Fix: Disable the restriction (requires root on the guest):

sudo sysctl -w kernel.apparmor_restrict_unprivileged_userns=0
# Persist across reboots:
echo 'kernel.apparmor_restrict_unprivileged_userns=0' | sudo tee /etc/sysctl.d/99-greywall-userns.conf

Alternative: Accept the limitation — greywall still works for filesystem sandboxing, seccomp, and Landlock. Network access is blocked outright rather than redirected through a proxy.


Linux: symlinked system dirs invisible after --tmpfs /

Problem: On merged-usr distros (Arch, Fedora, modern Ubuntu), /bin, /sbin, /lib, /lib64 are symlinks (e.g., /bin -> usr/bin). When switching from --ro-bind / / to --tmpfs / for deny-by-default isolation, these symlinks don't exist in the empty root. The canMountOver() helper explicitly rejects symlinks, so --ro-bind /bin /bin was silently skipped. Result: execvp /usr/bin/bash: No such file or directory — bash exists at /usr/bin/bash but the dynamic linker at /lib64/ld-linux-x86-64.so.2 can't be found because /lib64 is missing.

Diagnosis: The error message is misleading. execvp reports "No such file or directory" both when the binary is missing and when the ELF interpreter (dynamic linker) is missing. The actual binary /usr/bin/bash existed via the /usr bind-mount, but the symlink /lib64 -> usr/lib was gone.

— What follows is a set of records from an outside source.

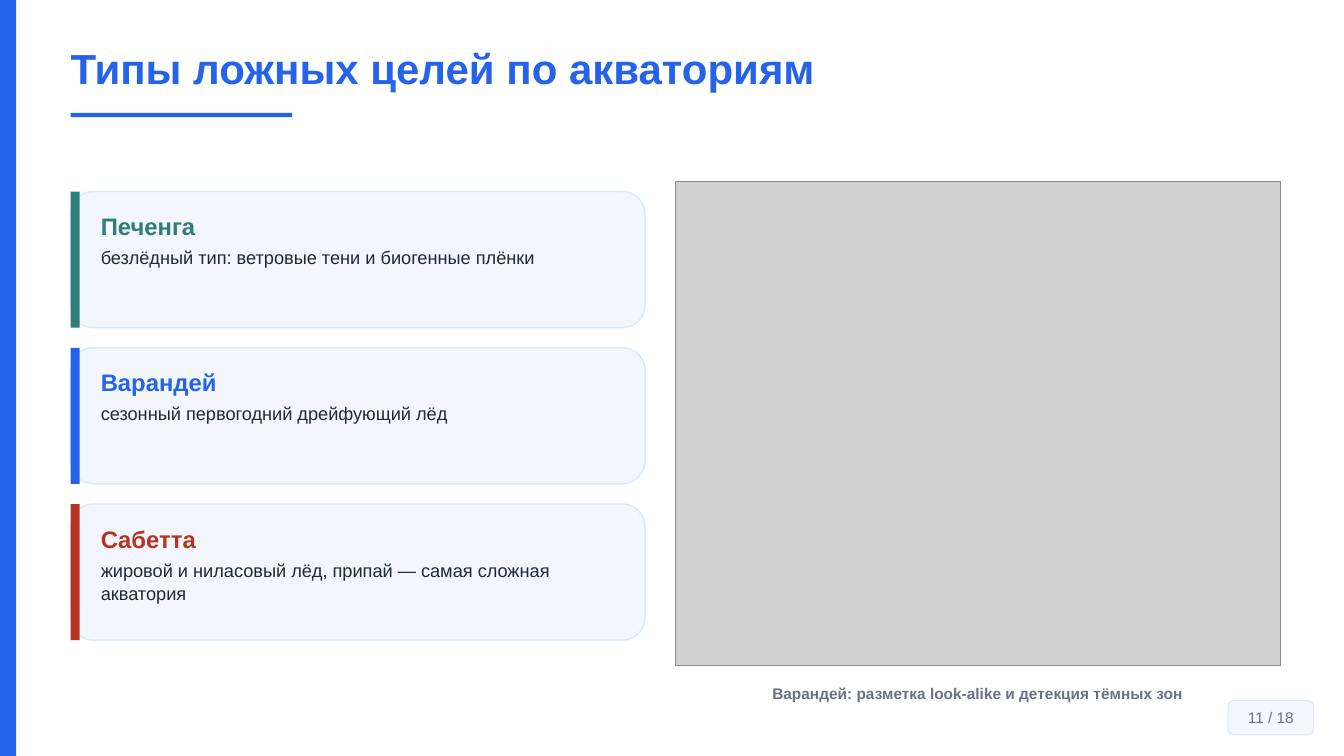
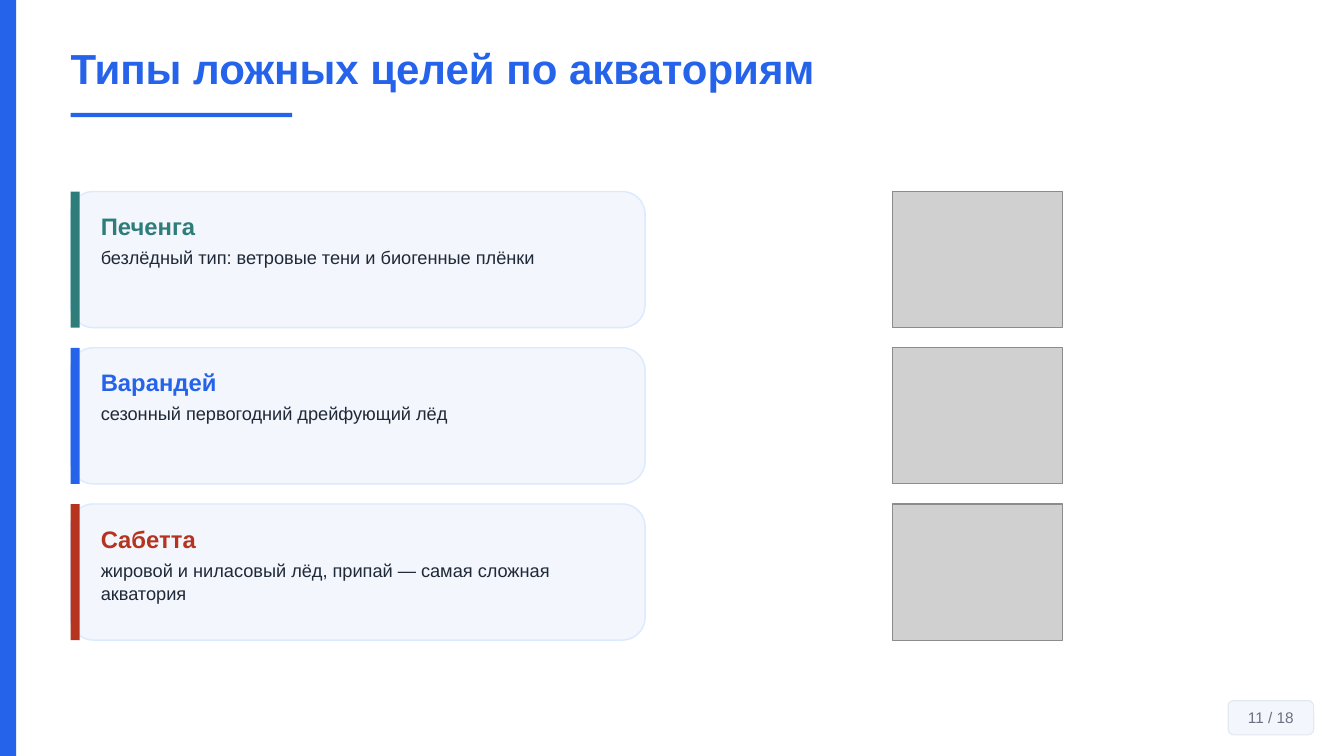
Before and after one commit to Confucius-hub/spbu_db_hw, a slide deck: slide 11 of thesis/vkr_final/Презентация_Финал_Байханов_2026.pptx. Drawn at 1344x756 pixels with LibreOffice and Linux fonts; fonts in the diff are those of the drawing; grey boxes stand for pictures. Boxes give left, top, right and bottom in pixels: in the first picture for what was removed or moved away, otherwise in the second. Text is boxed around its words. In the diff, an @@ line names an element or a change of style, - is before the commit and + after.

```diff
--- a/thesis/vkr_final/Презентация_Финал_Байханов_2026.pptx
+++ b/thesis/vkr_final/Презентация_Финал_Байханов_2026.pptx
@@ picture added at box(893, 192, 1064, 328) @@
@@ picture: place and size @@
-picture at box(676, 181, 1280, 665)
+picture at box(893, 348, 1064, 484)
@@ picture added at box(893, 504, 1064, 640) @@
@@ text removed at box(772, 687, 1182, 702) @@
-Варандей: разметка look-alike и детекция тёмных зон
```
Also in this commit, not shown: 1 other file.

Fix: Check each system path with isSymlink() before mounting. Symlinks get --symlink <target> <path> (bwrap recreates the symlink inside the sandbox); real directories get --ro-bind. On Arch: --symlink usr/bin /bin, --symlink usr/bin /sbin, --symlink usr/lib /lib, --symlink usr/lib /lib64.

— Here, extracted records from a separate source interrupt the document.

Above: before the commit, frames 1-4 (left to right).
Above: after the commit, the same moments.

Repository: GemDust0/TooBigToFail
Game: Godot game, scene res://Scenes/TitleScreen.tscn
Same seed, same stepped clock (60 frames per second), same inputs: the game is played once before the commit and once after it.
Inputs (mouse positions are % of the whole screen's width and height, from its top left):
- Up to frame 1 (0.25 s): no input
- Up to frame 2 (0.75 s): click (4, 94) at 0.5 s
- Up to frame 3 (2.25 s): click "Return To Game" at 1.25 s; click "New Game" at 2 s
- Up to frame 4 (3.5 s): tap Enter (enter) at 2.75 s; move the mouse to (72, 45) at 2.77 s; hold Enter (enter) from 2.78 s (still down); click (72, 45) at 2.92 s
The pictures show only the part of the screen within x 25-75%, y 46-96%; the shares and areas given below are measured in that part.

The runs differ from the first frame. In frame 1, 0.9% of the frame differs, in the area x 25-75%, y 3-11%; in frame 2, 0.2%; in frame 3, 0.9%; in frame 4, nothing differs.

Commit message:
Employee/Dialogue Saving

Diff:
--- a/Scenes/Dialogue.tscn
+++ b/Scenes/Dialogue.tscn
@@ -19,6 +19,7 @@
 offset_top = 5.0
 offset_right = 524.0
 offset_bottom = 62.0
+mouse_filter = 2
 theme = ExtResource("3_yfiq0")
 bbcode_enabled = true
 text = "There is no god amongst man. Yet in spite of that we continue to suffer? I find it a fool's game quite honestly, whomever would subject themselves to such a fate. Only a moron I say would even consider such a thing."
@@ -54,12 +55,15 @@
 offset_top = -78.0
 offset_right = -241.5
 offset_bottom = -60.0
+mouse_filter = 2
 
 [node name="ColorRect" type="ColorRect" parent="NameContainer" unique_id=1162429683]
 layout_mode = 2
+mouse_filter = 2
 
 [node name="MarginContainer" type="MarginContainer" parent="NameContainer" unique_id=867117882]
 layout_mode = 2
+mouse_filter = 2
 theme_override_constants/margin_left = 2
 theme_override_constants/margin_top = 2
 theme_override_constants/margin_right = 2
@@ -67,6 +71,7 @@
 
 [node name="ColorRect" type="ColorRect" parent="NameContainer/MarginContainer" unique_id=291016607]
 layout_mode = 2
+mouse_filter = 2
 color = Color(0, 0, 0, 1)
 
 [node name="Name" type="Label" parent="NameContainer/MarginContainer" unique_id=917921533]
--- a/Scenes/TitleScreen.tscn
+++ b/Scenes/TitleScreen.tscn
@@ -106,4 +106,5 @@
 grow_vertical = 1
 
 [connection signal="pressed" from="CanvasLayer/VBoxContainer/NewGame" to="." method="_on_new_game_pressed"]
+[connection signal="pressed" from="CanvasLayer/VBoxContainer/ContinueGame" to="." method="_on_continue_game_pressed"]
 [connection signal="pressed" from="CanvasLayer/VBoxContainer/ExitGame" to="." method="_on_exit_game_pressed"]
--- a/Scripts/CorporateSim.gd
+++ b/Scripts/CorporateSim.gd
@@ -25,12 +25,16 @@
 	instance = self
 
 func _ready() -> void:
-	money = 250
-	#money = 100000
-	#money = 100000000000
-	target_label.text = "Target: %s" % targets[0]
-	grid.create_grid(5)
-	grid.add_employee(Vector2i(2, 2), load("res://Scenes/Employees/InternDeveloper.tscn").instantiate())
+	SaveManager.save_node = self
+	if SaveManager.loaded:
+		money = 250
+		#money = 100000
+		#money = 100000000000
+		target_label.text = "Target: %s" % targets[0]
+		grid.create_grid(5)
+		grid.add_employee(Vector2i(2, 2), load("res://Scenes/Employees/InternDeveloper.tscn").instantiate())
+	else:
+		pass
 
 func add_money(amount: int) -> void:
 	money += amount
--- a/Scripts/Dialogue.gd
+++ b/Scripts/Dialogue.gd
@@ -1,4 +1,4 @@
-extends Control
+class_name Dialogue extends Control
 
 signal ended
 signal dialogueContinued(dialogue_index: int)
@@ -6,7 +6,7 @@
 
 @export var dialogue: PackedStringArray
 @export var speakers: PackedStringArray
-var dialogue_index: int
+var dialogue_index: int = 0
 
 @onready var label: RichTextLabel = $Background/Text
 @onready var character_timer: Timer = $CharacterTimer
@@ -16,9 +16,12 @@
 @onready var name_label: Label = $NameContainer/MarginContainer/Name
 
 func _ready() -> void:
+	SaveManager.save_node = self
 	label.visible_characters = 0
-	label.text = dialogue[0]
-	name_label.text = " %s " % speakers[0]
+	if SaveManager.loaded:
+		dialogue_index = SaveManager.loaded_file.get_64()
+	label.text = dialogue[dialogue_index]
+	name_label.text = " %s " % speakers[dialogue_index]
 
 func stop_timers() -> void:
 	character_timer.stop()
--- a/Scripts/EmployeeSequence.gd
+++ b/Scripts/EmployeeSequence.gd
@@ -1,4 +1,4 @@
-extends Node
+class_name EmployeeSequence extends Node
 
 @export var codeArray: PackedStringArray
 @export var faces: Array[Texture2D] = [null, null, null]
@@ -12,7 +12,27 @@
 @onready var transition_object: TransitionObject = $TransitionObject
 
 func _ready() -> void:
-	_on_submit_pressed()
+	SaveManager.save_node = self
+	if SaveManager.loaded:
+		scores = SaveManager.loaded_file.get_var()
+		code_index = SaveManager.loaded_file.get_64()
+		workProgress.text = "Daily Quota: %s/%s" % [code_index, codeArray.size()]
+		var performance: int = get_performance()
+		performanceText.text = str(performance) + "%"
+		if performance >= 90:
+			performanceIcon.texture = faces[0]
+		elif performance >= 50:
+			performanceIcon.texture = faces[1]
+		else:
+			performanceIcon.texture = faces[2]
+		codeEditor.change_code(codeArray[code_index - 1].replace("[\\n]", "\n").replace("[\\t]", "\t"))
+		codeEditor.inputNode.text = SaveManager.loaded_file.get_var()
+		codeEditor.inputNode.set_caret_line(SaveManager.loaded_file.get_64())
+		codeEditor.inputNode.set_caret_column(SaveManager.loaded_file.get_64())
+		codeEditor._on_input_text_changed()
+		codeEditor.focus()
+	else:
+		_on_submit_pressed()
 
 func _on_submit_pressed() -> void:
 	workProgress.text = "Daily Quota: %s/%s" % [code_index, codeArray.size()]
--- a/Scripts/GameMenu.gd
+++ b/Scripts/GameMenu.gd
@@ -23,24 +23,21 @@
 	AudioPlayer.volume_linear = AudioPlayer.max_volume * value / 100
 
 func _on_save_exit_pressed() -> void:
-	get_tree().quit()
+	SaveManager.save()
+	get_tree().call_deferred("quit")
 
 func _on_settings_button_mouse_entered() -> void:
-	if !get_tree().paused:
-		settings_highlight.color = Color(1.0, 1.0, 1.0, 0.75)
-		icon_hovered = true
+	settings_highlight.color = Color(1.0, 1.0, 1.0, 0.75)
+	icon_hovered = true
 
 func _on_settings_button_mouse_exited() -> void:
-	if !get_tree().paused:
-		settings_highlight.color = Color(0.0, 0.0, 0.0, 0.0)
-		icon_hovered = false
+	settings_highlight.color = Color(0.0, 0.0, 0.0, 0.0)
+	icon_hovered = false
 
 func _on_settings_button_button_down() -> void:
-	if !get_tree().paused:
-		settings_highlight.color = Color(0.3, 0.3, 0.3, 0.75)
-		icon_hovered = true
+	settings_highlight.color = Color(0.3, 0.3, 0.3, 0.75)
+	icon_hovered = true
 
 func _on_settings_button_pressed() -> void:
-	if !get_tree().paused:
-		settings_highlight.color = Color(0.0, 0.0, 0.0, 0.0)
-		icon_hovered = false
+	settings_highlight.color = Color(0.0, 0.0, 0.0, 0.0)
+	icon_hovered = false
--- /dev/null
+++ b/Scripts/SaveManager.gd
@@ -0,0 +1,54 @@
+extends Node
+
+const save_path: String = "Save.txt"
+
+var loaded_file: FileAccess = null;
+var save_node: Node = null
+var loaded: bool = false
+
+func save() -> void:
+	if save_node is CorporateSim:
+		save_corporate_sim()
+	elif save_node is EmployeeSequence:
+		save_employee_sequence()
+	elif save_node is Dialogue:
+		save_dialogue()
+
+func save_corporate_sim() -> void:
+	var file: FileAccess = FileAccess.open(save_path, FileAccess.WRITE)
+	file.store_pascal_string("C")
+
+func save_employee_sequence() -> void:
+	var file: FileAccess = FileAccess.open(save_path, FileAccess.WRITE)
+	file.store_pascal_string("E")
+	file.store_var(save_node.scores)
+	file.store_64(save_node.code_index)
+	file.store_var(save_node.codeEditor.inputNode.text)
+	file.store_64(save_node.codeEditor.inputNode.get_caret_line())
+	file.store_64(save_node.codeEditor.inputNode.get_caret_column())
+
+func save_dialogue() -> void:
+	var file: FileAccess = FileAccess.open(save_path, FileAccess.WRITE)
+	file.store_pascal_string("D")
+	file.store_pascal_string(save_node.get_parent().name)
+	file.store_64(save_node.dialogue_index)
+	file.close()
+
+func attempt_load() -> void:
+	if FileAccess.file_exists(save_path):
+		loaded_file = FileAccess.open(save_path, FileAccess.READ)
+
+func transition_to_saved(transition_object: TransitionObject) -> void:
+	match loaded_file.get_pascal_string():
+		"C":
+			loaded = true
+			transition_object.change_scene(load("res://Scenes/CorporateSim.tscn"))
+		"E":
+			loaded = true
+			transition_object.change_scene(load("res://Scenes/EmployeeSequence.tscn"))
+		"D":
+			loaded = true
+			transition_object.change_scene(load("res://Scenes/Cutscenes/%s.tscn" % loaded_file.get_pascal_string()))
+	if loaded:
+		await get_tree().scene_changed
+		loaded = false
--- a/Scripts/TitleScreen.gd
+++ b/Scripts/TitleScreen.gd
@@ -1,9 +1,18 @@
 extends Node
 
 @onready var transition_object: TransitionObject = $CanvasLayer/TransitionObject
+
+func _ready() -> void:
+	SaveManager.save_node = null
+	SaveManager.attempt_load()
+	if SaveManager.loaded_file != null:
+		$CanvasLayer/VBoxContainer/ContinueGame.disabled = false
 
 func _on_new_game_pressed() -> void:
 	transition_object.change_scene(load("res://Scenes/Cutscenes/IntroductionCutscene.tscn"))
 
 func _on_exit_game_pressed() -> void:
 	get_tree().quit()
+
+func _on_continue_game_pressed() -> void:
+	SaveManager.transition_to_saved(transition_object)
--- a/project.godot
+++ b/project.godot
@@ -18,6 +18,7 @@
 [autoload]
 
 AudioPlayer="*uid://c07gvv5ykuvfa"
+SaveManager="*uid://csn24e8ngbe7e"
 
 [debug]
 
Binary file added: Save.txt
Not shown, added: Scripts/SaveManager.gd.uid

Linux: Landlock denies reads on bind-mounted /dev/null

Problem: To mask .env files inside CWD, the initial approach used --ro-bind /dev/null <cwd>/.env. Inside the sandbox, .env appeared as a character device (bind mounts preserve file type). Landlock's LANDLOCK_ACCESS_FS_READ_FILE right only covers regular files, not character devices. Result: cat .env returned "Permission denied" instead of empty content.

Fix: Use an empty regular file (/tmp/greywall/empty, 0 bytes, mode 0444) as the mask source instead of /dev/null. Landlock sees a regular file and allows the read. The file is created once in a fixed location under the greywall temp dir.

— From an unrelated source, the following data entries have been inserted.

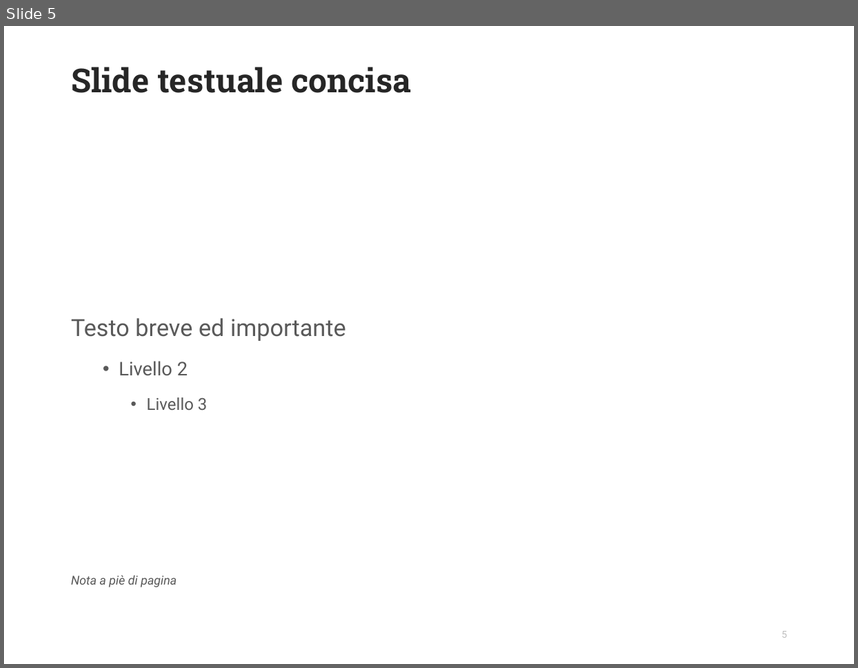
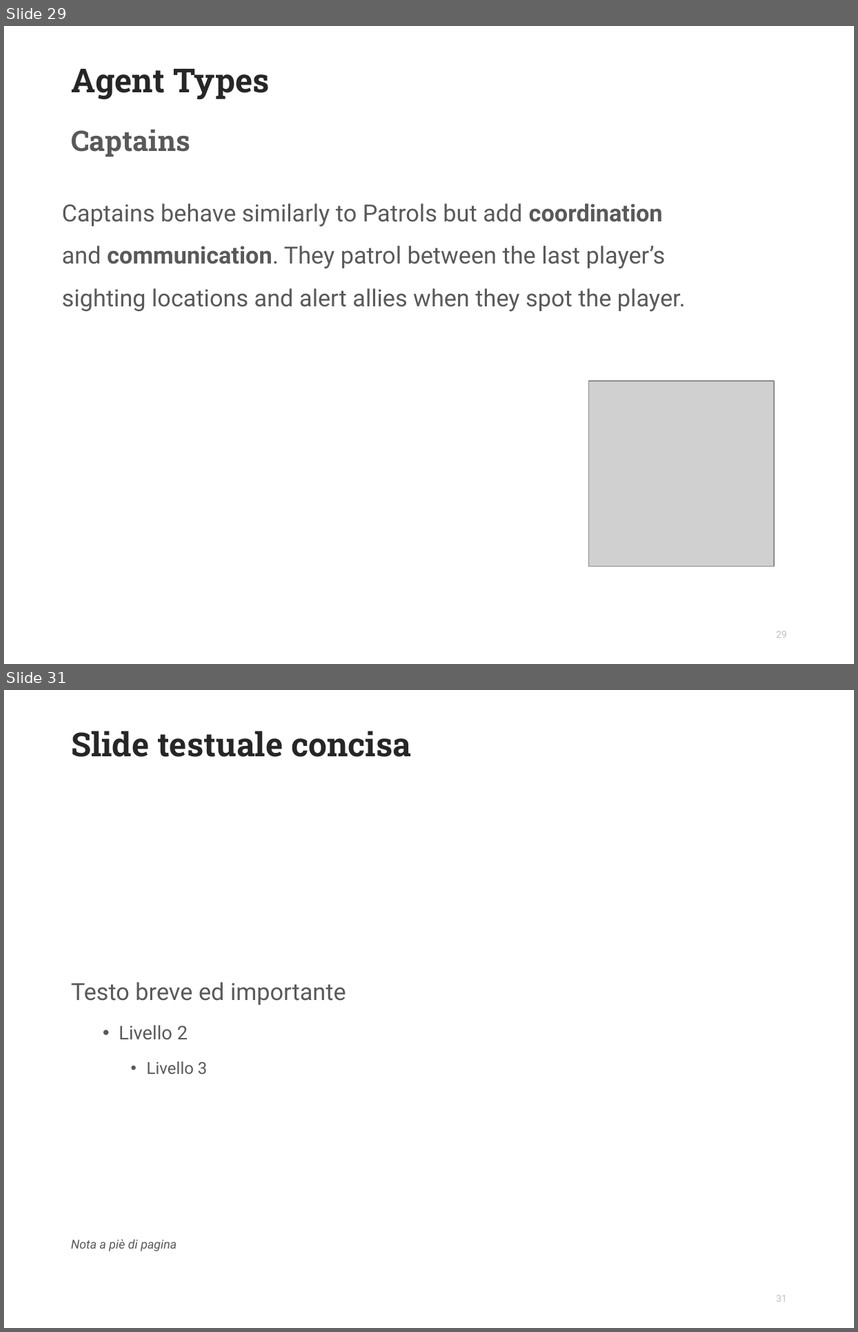
Before and after one commit to inkeaton/TakeThemOut, a slide deck: S4965918_SDAI_NLP_Slides.odp. Shown one above the other, each under a label of ours: slide 5 before the commit, slides 29 and 31 after it; the slides between them are not shown. The pictures are 858x668 and 858x1332 pixels, drawn with LibreOffice and Linux fonts; fonts in the diff are those of the drawing; grey boxes stand for pictures; background and template pictures are left out. Boxes give left, top, right and bottom in pixels: in the first picture for what was removed or moved away, otherwise in the second. Text is boxed around its words. In the diff, an @@ line names an element or a change of style, - is before the commit and + after.

```diff
--- a/S4965918_SDAI_NLP_Slides.odp
+++ b/S4965918_SDAI_NLP_Slides.odp
@@ slide 29 added at [4,26,854,664], background #FFFFFF @@
@@ title added at [71,69,269,100], 28 pt, text #262626, bold @@
+Agent Types
@@ text added at [71,129,190,157], 24 pt, text #595959, bold @@
+Captains
@@ text added at [62,203,686,312], 20 pt, text #595959 @@
+Captains behave similarly to Patrols but add coordination and communication. They patrol between the last player’s sighting locations and alert allies when they spot the player.
@@ picture added at [589,381,774,566] @@
@@ page number added at [776,630,787,637], 8.2 pt, text #BFBFBF @@
+29
@@ what was slide 5 is now slide 31 @@
@@ page number at [776,1294,787,1301]: text changed @@
-5
+31
```
Also in this commit, not shown: 1 slide changed, 27 other slides added, 2 slides removed, 9 other files.

Linux: mandatory deny paths override sensitive file masks

Problem: In deny-by-default mode, buildDenyByDefaultMounts() correctly masked .env with --ro-bind /tmp/greywall/empty <cwd>/.env. But later in WrapCommandLinuxWithOptions(), the mandatory deny paths section called getMandatoryDenyPaths() which included .env files (added for write protection). It then applied --ro-bind <cwd>/.env <cwd>/.env, binding the real file over the empty mask. bwrap applies mounts in order, so the later ro-bind undid the masking.

Fix: Track paths already masked by buildDenyByDefaultMounts() in a set. Skip those paths in the mandatory deny section to preserve the empty-file overlay.